MEMPHIS, Tenn., May 14, 2026 /PRNewswire/ — Scientists from St. Jude Children’s Research Hospital have uncovered what gives Vibrio cholerae, the bacterium that causes cholera, the ability to colonize the human gut. Published today in Nature Communications, the researchers found that a small RNA embedded within another gene controls where cholera thrives, a discovery that could improve prediction and prevention strategies.

Infectious diseases remain the leading cause of pediatric mortality worldwide. V. cholerae causes a severe diarrheal disease leading to over 143,000 deaths and millions of cases each year, primarily affecting young children. While there are many strains of the V. cholerae species, only one can infect humans. The reason for this has been unclear for 50 years, hampering efforts to predict and prevent outbreaks.
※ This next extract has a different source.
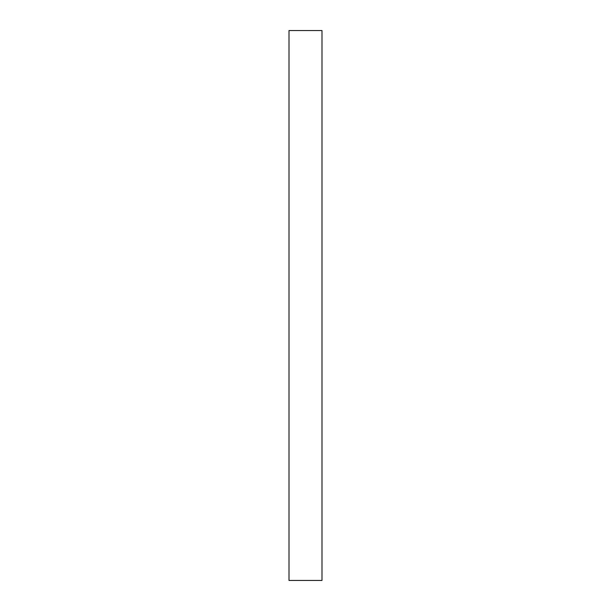 <?xml version="1.0" encoding="UTF-8"?>
<svg xmlns="http://www.w3.org/2000/svg" width="611" height="611" viewBox="0 0 611 611"><rect width="100%" height="100%" fill="white"/><g stroke="black" fill="none" stroke-linecap="round" stroke-linejoin="round"><path stroke-width="0.92" d="M321.997 30.55L289.003 30.55L289.003 580.45L321.997 580.45L321.997 30.55"/></g></svg>
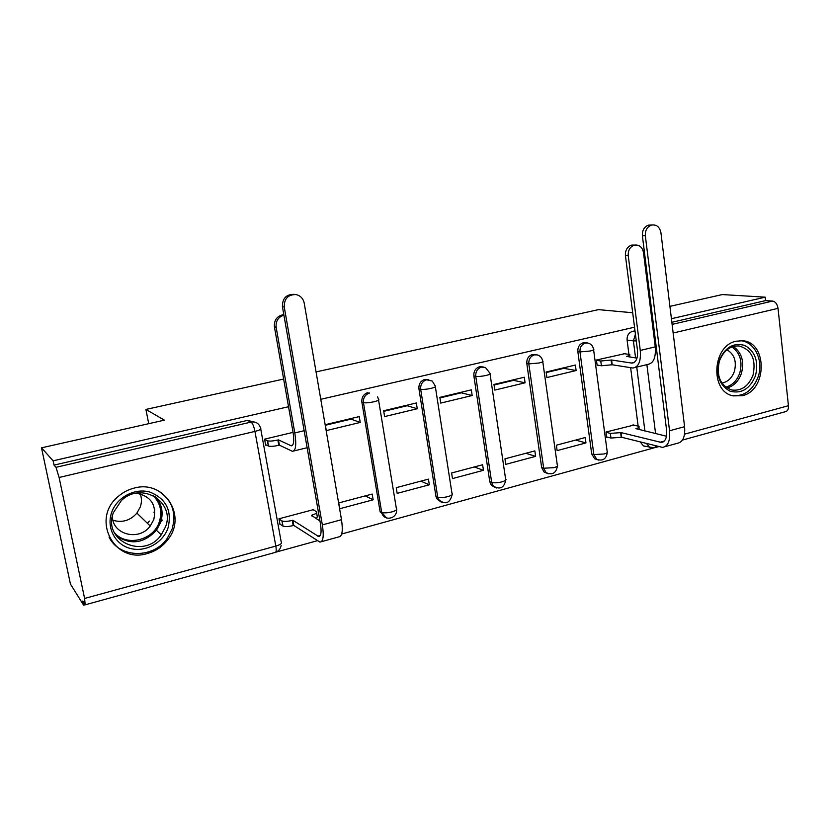 <?xml version="1.0" encoding="UTF-8"?>
<svg xmlns="http://www.w3.org/2000/svg" width="830" height="830" viewBox="0 0 830 830"><rect width="100%" height="100%" fill="white"/><g stroke="black" fill="none" stroke-linecap="round" stroke-linejoin="round"><path stroke-width="1.25" d="M428.809 379.663L424.877 379.383C420.603 380.856 418.621 383.979 418.922 388.762L420.675 389.218C420.374 384.425 422.356 381.281 426.641 379.808L432.233 381.032L435.221 385.929C436.404 386.552 435.024 387.361 431.092 388.367C426.527 389.343 423.051 389.623 420.675 389.218L437.711 497.087C440.108 497.834 443.542 497.668 448.024 496.589C451.873 495.417 453.19 494.348 451.977 493.373L435.366 386.822M483.226 366.943L479.636 366.725C475.517 368.147 473.598 371.218 473.868 375.917L475.756 376.322C475.486 371.612 477.406 368.53 481.535 367.099L485.384 367.42L489.939 373.199C491.049 373.77 489.783 374.517 486.152 375.44C481.732 376.384 478.267 376.675 475.756 376.322L491.671 482.396C494.192 483.081 497.627 482.904 501.963 481.857C505.522 480.788 506.725 479.792 505.584 478.889L490.063 374.04M536.263 354.721L532.404 354.524C528.43 355.914 526.573 358.913 526.811 363.53L528.814 363.893C528.575 359.265 530.443 356.246 534.416 354.867L537.217 354.887C540.185 355.759 542 357.772 542.664 360.925C543.702 361.455 542.54 362.15 539.189 362.99L528.814 363.893L543.681 468.234L553.942 467.664C557.231 466.678 558.341 465.765 557.272 464.925L542.779 361.714M585.42 342.686L583.272 342.769C579.444 344.108 577.639 347.054 577.846 351.598L579.973 351.92C579.755 347.365 581.571 344.409 585.409 343.06L587.557 342.977L585.42 342.686M742.311 395.702C767.418 390.474 767.584 341.732 742.321 340.746L736.137 341.223C712.088 345.612 709.764 391.999 733.264 395.879L742.311 395.702M147.367 553.517C155.988 551.11 162.95 546.306 168.262 539.106C187.103 515.274 163.935 479.615 134.242 488.071C128.318 489.544 123.016 492.315 118.337 496.382C90.511 518.74 114.25 564.213 147.367 553.517M154.027 512.452L154.785 509.942M288.529 406.721L53.13 460.816L41.5 447.827L70.425 584.029L83.612 605.184L85.106 604.769M276.11 552.095L317.351 540.714M341.69 534.001L653.397 448.024M669.914 306.363L722.308 294.567L765.208 297.171L671.418 318.72M653.231 322.901L652.287 323.119M634.535 327.196L320.774 399.303M650.741 310.679L651.685 310.462M632.688 312.754L598.492 309.632L316.054 371.913M41.5 447.827L164.402 420.156L145.904 409.429L283.642 379.061M83.612 605.184L82.741 601.055L85.168 604.831L84.608 598.451L59.106 477.478L55.994 467.321L251.054 422.076C256.055 421.433 259.24 423.539 260.62 428.373C261.616 429.172 259.728 430.179 254.945 431.413L59.106 477.478M53.13 460.816L54.033 465.111L55.994 467.321M638.135 426.07L630.644 367.763M628.922 354.327L627.096 340.082L633.394 340.881L635.417 334.158M765.208 297.171L765.582 300.616L772.657 301.072C775.49 301.674 777.285 304.102 778.021 308.355L788.448 405.704C788.645 409.221 787.629 411.213 785.388 411.68L682.467 440.066M624.689 353.715L596.428 360.023L597.144 365.47L598.181 365.221M633.892 425.074L606.004 432.025L606.709 437.369L607.519 437.151M585.959 442.919L585.223 437.535L556.38 445.191L557.138 450.617L585.959 442.919L575.657 440.076M576.113 370.533L575.366 365.044L546.119 372.016L546.897 377.557L576.113 370.533L563.861 368.344L546.202 372.556M535.63 456.365L534.852 450.898L504.951 458.834L505.761 464.354L535.63 456.365L525.867 453.284M525.089 382.806L524.29 377.225L493.964 384.456L494.794 390.09L525.089 382.806L513.511 380.358L494.047 385.006M483.465 470.309L482.624 464.759L451.603 472.986L452.475 478.588L483.465 470.309L474.283 466.968M472.177 395.526L471.315 389.851L439.848 397.363L440.74 403.09L472.177 395.526L461.314 392.818L439.931 397.923M429.338 484.782L428.436 479.128L396.242 487.677L397.176 493.373L429.338 484.782L420.8 481.161M417.251 408.733L416.338 402.965L383.657 410.757L384.612 416.587L417.251 408.733L407.188 405.735L383.751 411.327M373.147 499.805L372.182 494.058L338.744 502.928L339.74 508.728L373.147 499.805L365.304 495.884M360.22 422.449L359.234 416.587L325.277 424.68L326.294 430.614L360.22 422.449L350.997 419.15L325.381 425.261M313.844 510.139L313.74 509.568L278.973 518.792L280.042 524.685L280.602 524.539M384.83 517.09L380.067 511.488L361.859 402.114L363.457 402.612C363.125 397.736 365.179 394.53 369.62 393.005M440.927 501.943L436.746 498.706L435.937 496.309L418.922 388.762M494.929 487.324L491.433 485.353L489.762 481.67L473.868 375.917M546.928 473.193L544.086 472.011L541.658 467.57L526.811 363.53M597.061 459.55L594.726 458.824L591.707 453.958L577.846 351.598M148.715 423.694L145.904 409.429M293.063 432.368L264.573 439.163L265.662 445.191L266.357 445.025M368.001 392.528C363.571 394.053 361.517 397.238 361.859 402.114M54.033 465.111L247.413 420.405L254.188 421.962M645.169 446.353L643.458 445.907L640.272 442.017M634.991 330.807L632.356 331.419C628.663 332.726 626.909 335.611 627.096 340.082M765.582 300.616L671.854 322.289M653.677 326.491L652.733 326.709M162.4 520.088L160.854 521.51M635.24 367.472L647.753 364.412C653.542 363.384 656.032 357.533 655.254 346.867L643.489 252.538C642.327 247.101 639.37 244.622 634.618 245.089C630.126 246.614 627.999 250.131 628.237 255.63L625.426 255.588C625.187 250.11 627.304 246.603 631.786 245.078L634.639 245.078M636.984 358.135L626.598 356.402C629.534 355.645 630.541 355.022 629.607 354.514L623.558 353.549M596.459 360.324L600.764 361.009L611.586 360.002L612.208 364.764L632.948 368.032C638.644 367.026 641.082 361.164 640.262 350.447L628.237 255.63M612.208 364.764L601.397 365.76L597.092 365.044M625.426 255.588L637.44 350.053C638.052 358.01 636.247 362.368 632.004 363.125L611.586 360.002M664.892 446.727L677.342 443.282C682.924 442.255 685.341 436.725 684.584 426.693L660.929 232.711C659.643 226.839 656.457 224.297 651.374 225.096C647.089 226.849 645.086 230.408 645.346 235.782L642.389 235.803C642.119 230.45 644.122 226.901 648.396 225.158L651.643 225.023M666.49 436.227L635.894 428.654C638.799 427.813 639.774 427.035 638.83 426.34L633 424.856M606.035 432.295L610.351 433.395L621.089 432.606L621.701 437.275L662.485 447.391C667.984 446.395 670.339 440.855 669.551 430.77L645.346 235.782M642.389 235.803L666.583 430.075C667.175 437.566 665.421 441.685 661.323 442.432L621.089 432.606M621.701 437.275L610.963 438.043L610.351 433.395M606.657 436.922L610.963 438.043M755.497 375.72C749.957 388.938 741.47 394.094 730.016 391.179C719.423 385.307 715.782 375.17 719.091 360.77C724.829 347.386 733.419 342.292 744.863 345.477C755.269 351.526 758.817 361.61 755.497 375.72M719.361 361.185C716.155 376.021 720.295 385.639 731.79 390.017C741.564 391.148 748.65 386.147 753.049 375.015C756.275 359.255 751.607 349.575 739.022 345.954C729.943 345.737 723.397 350.81 719.361 361.185M726.987 349.793C734.342 354.182 736.812 361.361 734.405 371.332C731.956 378.034 727.796 381.956 721.913 383.087M731.624 395.412C743.815 396.916 752.665 390.712 758.153 376.81C763.828 360.656 754.636 341.545 740.516 340.725L739.976 340.684M168.054 527.849C163.033 542.799 145.509 552.521 130.372 548.474C115.163 544.656 106.23 527.735 111.635 512.504C116.812 497.212 134.885 487.708 149.857 492.086C166.073 498.654 172.132 510.564 168.054 527.849M113.368 512.66C102.204 541.046 144.337 559.887 161.248 534.862L165.523 526.853C175.628 501.808 141.204 480.84 121.273 500.677L113.368 512.66M140.26 493.829C141.785 498.093 141.806 502.441 140.322 506.891L136.898 513.106C130.279 520.576 122.29 522.962 112.963 520.275M136.245 493.217C150.935 496.091 156.797 504.858 153.82 519.518L150.24 526.033C139.253 541.471 112.424 534.862 112.372 516.312M109.052 537.093C119.396 558.59 153.643 558.849 167.297 538.286L172.142 528.959C176.728 512.069 171.758 499.172 157.233 490.26M147.481 523.357L149.286 521.074M283.912 315.172C278.226 317.039 275.643 321.044 276.141 327.186L274.408 326.833C273.983 320.235 276.878 316.199 283.092 314.715L283.819 314.653M264.614 439.402L267.592 440.834C269.719 441.332 273.143 441.062 277.853 440.025L278.455 439.879L279.399 445.16L292.419 451.323C295.791 450.929 296.58 444.807 294.806 432.938L276.141 327.186M279.399 445.16L278.797 445.305C274.097 446.343 270.673 446.613 268.536 446.094L265.559 444.631M274.408 326.833L293.032 432.16C294.349 440.969 293.768 445.523 291.257 445.824L278.455 439.879M321.355 541.72L338.796 536.896C342.209 536.533 343.112 530.806 341.493 519.705L304.205 303.064C303.178 298.447 300.45 295.615 296.019 294.567C288.041 294.515 284.119 298.655 284.244 306.996L282.428 306.726C282.304 298.416 286.215 294.287 294.152 294.349L294.889 294.432M319.955 520.981L311.364 515.295C315.898 513.936 317.579 512.722 316.406 511.643L313.138 509.724M279.005 518.978L282.055 520.96C284.213 521.707 287.605 521.51 292.243 520.4L292.834 520.244L293.758 525.4L319.944 542.104C323.233 541.793 324.032 536.045 322.351 524.892L284.244 306.996M282.428 306.726L320.442 523.72C321.687 532.009 321.096 536.273 318.647 536.522L292.834 520.244M316.624 512.847L317.299 516.737L316.406 518.833M293.758 525.4L293.166 525.556C288.539 526.677 285.136 526.863 282.988 526.106L281.858 520.846M279.928 524.083L282.781 525.992M260.765 429.172L281.235 542.125C282.283 543.339 280.488 544.656 275.819 546.088L254.945 431.413C253.887 426.34 252.59 423.227 251.054 422.076L247.413 420.405M84.608 598.451L275.819 546.088C276.483 550.186 276.286 552.292 275.218 552.407L85.355 604.779M644.9 431.05L636.745 367.109M635.573 357.927L633.394 340.881L636.278 340.943M646.881 364.629L655.586 433.613M684.553 434.152L788.448 405.704M778.021 308.355L673.161 333.017M655.026 337.291L654.082 337.509M380.067 511.488L381.696 512.338L363.457 402.612C365.688 403.079 369.163 402.799 373.894 401.793C378.158 400.693 379.663 399.821 378.418 399.157L377.64 396.906M435.937 496.309L437.711 497.087L438.52 499.494C445.274 505.076 449.808 503.478 452.143 494.701M489.762 481.67L491.671 482.396L493.342 486.09C499.951 489.908 504.08 487.926 505.74 480.145M541.658 467.57L543.681 468.234L546.119 472.685C552.417 475.289 556.183 473.09 557.407 466.097M591.707 453.958L593.844 454.57L579.973 351.92L590.306 350.997C593.409 350.219 594.477 349.575 593.512 349.077C592.796 345.705 590.804 343.672 587.557 342.977M598.544 460.09L596.863 459.447L593.844 454.57L604.074 453.979C607.114 453.066 608.141 452.226 607.145 451.437L593.616 349.824M548.443 473.785L544.086 472.011M496.485 487.988L491.433 485.353M442.566 502.7L436.746 498.706M386.562 517.972L381.696 512.338C383.958 513.148 387.403 512.992 392.03 511.871C396.201 510.595 397.632 509.444 396.335 508.406L378.573 400.091M650.979 447.93L649.797 447.557L646.601 443.625M632.356 331.419L635.106 331.73M653.003 328.836L653.947 328.618M672.113 324.395L772.657 301.072M656.229 446.084L654.092 447.899L643.458 445.907M634.379 362.305L631.215 363.073M600.764 361.009L601.397 365.76M611.108 360.116L611.741 364.878M655.254 346.867L640.262 350.447M659.912 442.286L664.239 441.104M621.234 437.4L620.622 432.731M669.551 430.77L684.584 426.693M733.284 346.473C741.719 352.46 744.448 361.403 741.439 373.293C738.627 381.188 733.793 386.095 726.945 388.015M725.721 387.154C732.371 385.327 737.071 380.576 739.81 372.909C742.726 361.372 740.059 352.719 731.842 346.961M155.801 497.014C161.985 504.36 163.603 512.805 160.657 522.35L156.434 530.235C143.953 543.526 130.507 545.341 116.086 535.672M114.322 532.58C126.451 547.178 153.799 540.309 159.37 521.707C162.472 511.311 160.242 502.503 152.689 495.271M292.617 445.222L290.77 445.669M267.395 440.751L268.339 446.011M277.853 440.025L278.797 445.305M304.143 430.708L294.806 432.938M311.468 515.855L311.364 515.295M317.765 536.159L320.297 535.464M293.166 525.556L292.243 520.4M322.351 524.892L341.493 519.705M167.338 538.234L168.262 539.106M594.726 458.824L596.863 459.447C602.839 461.231 606.305 458.928 607.27 452.547M380.171 512.017L381.8 512.867C384.02 521.645 397.414 518.802 396.533 509.796M275.685 552.251C278.693 551.037 280.519 548.765 281.163 545.435M654.912 447.671L658.522 446.675M634.618 245.089L631.786 245.078M629.711 355.271L629.939 357.087M633.705 362.71L632.004 363.125M651.374 225.096L648.396 225.158M639.256 429.691L638.955 427.326M661.323 442.432L663.118 441.944M150.24 526.033L136.898 513.106M155.542 496.838C161.56 503.312 163.24 511.799 160.605 522.309L156.434 530.235L161.248 534.862M157.42 528.845L156.351 527.828M283.85 314.84L283.092 314.715M267.592 440.834L268.536 446.094M292.253 445.586L291.257 445.824M307.121 447.723L293.758 450.991M282.988 526.106L282.055 520.96M318.647 536.522L319.695 536.232"/></g></svg>

“For decades, we’ve been trying to understand what allows cholera to infect humans,” said corresponding author Salvador Almagro-Moreno, PhD, St. Jude Department of Host-Microbe Interactions. “The answer was right in front of us the whole time — this small RNA hiding inside another gene is the real culprit.”

Researchers from the Almagro-Moreno lab previously compared bacterial DNA from patient and environmental samples, identifying variation in a gene called ompU. In this study, they discovered that the critical factor for infection was not the gene itself, but a small RNA encoded within it. Variations in this RNA had widespread effects on the expression of genes linked to human infection.

“We saw that this small RNA is the master regulator of host colonization and infection,” Almagro-Moreno said. “Variants in the small RNA from clinical samples controlled about 85% of the genes related to human infection, compared to just 15% for environmental variants.”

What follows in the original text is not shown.